= WHAT IS BEING ASKED =
Nothing belongs in the answer except the lines of the material that include "puzzles".

╔══

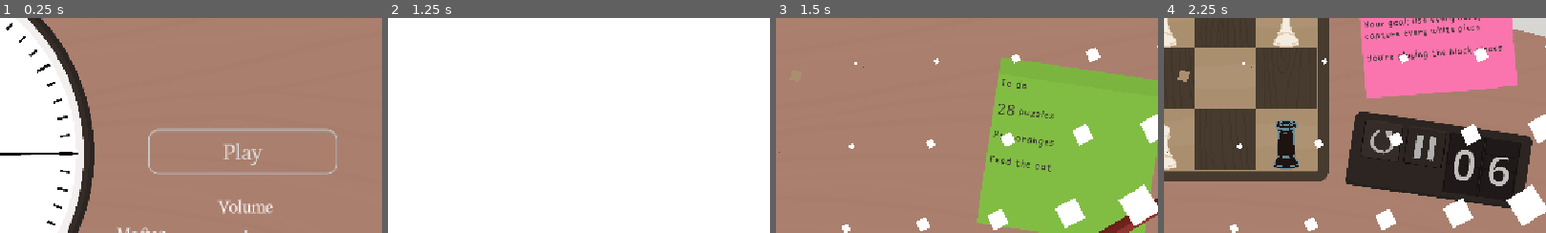
Above: before the commit, frames 1-4 (left to right).
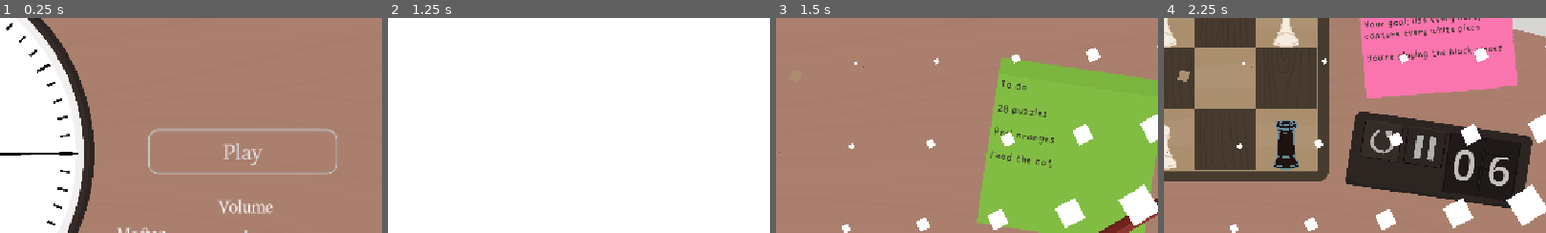
Above: after the commit, the same moments.

Repository: yourname3/gmtk-2026
Game: Godot game, scene res://main_menu/main_menu.tscn
The game is run twice, just before and just after one commit, with the same random seed, the same clock (stepped at 60 frames per second) and the same inputs.
Inputs (mouse positions are % of the whole screen's width and height, from its top left):
- Up to frame 1 (0.25 s): no input
- Up to frame 2 (1.25 s): click "Play" at 0.5 s
- Up to frame 3 (1.5 s): click "1" at 1.25 s
- Up to frame 4 (2.25 s): click (79, 47) at 2 s
The pictures show only the part of the screen within x 50-100%, y 18-68%; the shares and areas given below are measured in that part.

Frames 1-2 are identical in both runs. In frame 3, 1.0% of the frame differs, in the area x 56-73%, y 28-72%; in frame 4, nothing differs.

Commit message:
fix font problem

Diff:
--- a/level_select/level_select.tscn
+++ b/level_select/level_select.tscn
@@ -4,7 +4,6 @@
 [ext_resource type="Texture2D" uid="uid://cnjdtf56fia74" path="res://chessboard/squares.png" id="1_sv8in"]
 [ext_resource type="PackedScene" uid="uid://se1uxpdyqo3b" path="res://level_select/level_select_button.tscn" id="3_kxnyd"]
 [ext_resource type="Texture2D" uid="uid://dg8d0j5sl61gd" path="res://chessboard/sticky_note.png" id="4_mtmfa"]
-[ext_resource type="FontFile" uid="uid://hbposp2sb3s0" path="res://font/Handwriting-Regular.otf" id="5_lqw5f"]
 [ext_resource type="Script" uid="uid://cfovaralyn3cm" path="res://level_select/level_select_label.gd" id="6_lqw5f"]
 [ext_resource type="Texture2D" uid="uid://b2l3pls2cqf3p" path="res://desk/line_paper.png" id="7_mgq0h"]
 [ext_resource type="Texture2D" uid="uid://bgq2q5tf5la8j" path="res://pencil.png" id="8_fxfc6"]
@@ -306,14 +305,14 @@
 scale = Vector2(1.6390822, 1.6390822)
 texture = ExtResource("4_mtmfa")
 
-[node name="Label" type="Label" parent="Sprite2D" unique_id=880846009]
+[node name="Label" type="RichTextLabel" parent="Sprite2D" unique_id=1749582909]
 offset_left = -234.40652
 offset_top = -186.32314
 offset_right = 232.7037
-offset_bottom = 70.00432
-theme_override_colors/font_color = Color(0.22745098, 0.21568628, 0.19607843, 1)
-theme_override_fonts/font = ExtResource("5_lqw5f")
-theme_override_font_sizes/font_size = 42
+offset_bottom = 481.67688
+theme_override_colors/default_color = Color(0.22745098, 0.21568628, 0.19607843, 1)
+theme_override_font_sizes/normal_font_size = 29
+bbcode_enabled = true
 text = "Todo list
 
 28 puzzles
@@ -325,7 +324,6 @@
 Paint the garage
 
 Pick up couch"
-autowrap_mode = 3
 script = ExtResource("6_lqw5f")
 metadata/_edit_use_anchors_ = true
 
--- a/level_select/level_select_label.gd
+++ b/level_select/level_select_label.gd
@@ -1,5 +1,8 @@
-extends Label
+extends RichTextLabel
 class_name LevelSelectSticky
+
+const F = "[font=res://level_select/todo_font.tres][font_size=42]"
+const C = "[/font_size][/font]"
 
 var animals := ["dog", "cat", "owl", "pig", "horse", "goat", "llama", "donkey", "rat"]
 
@@ -33,13 +36,14 @@
 
 	var levels_remaining = 28 - Global.save_data.completed_levels.size()
 
-	text = str(["Todo list", "To do", "Todo", "To do list"].pick_random(), "\n\n")
+	text = str(F, ["Todo list", "To do", "Todo", "To do list"].pick_random(), "\n\n")
 	if levels_remaining > 0:
-		text += str(levels_remaining, " puzzles\n\n")
+		text += str(C, levels_remaining, F, " puzzles\n\n")
 
 	for c in chosen:
 		text += c + "\n\n"
 
+	text += C
 
 # Called every frame. 'delta' is the elapsed time since the previous frame.
 func _process(delta: float) -> void:
--- /dev/null
+++ b/level_select/todo_font.tres
@@ -0,0 +1,7 @@
+[gd_resource type="FontVariation" format=3 uid="uid://c2ap608se2a3"]
+
+[ext_resource type="FontFile" uid="uid://hbposp2sb3s0" path="res://font/Handwriting-Regular.otf" id="1_rewvq"]
+
+[resource]
+base_font = ExtResource("1_rewvq")
+baseline_offset = 0.13

╚══

= WORKED SOLUTION =
 28 puzzles
-		text += str(levels_remaining, " puzzles\n\n")
+		text += str(C, levels_remaining, F, " puzzles\n\n")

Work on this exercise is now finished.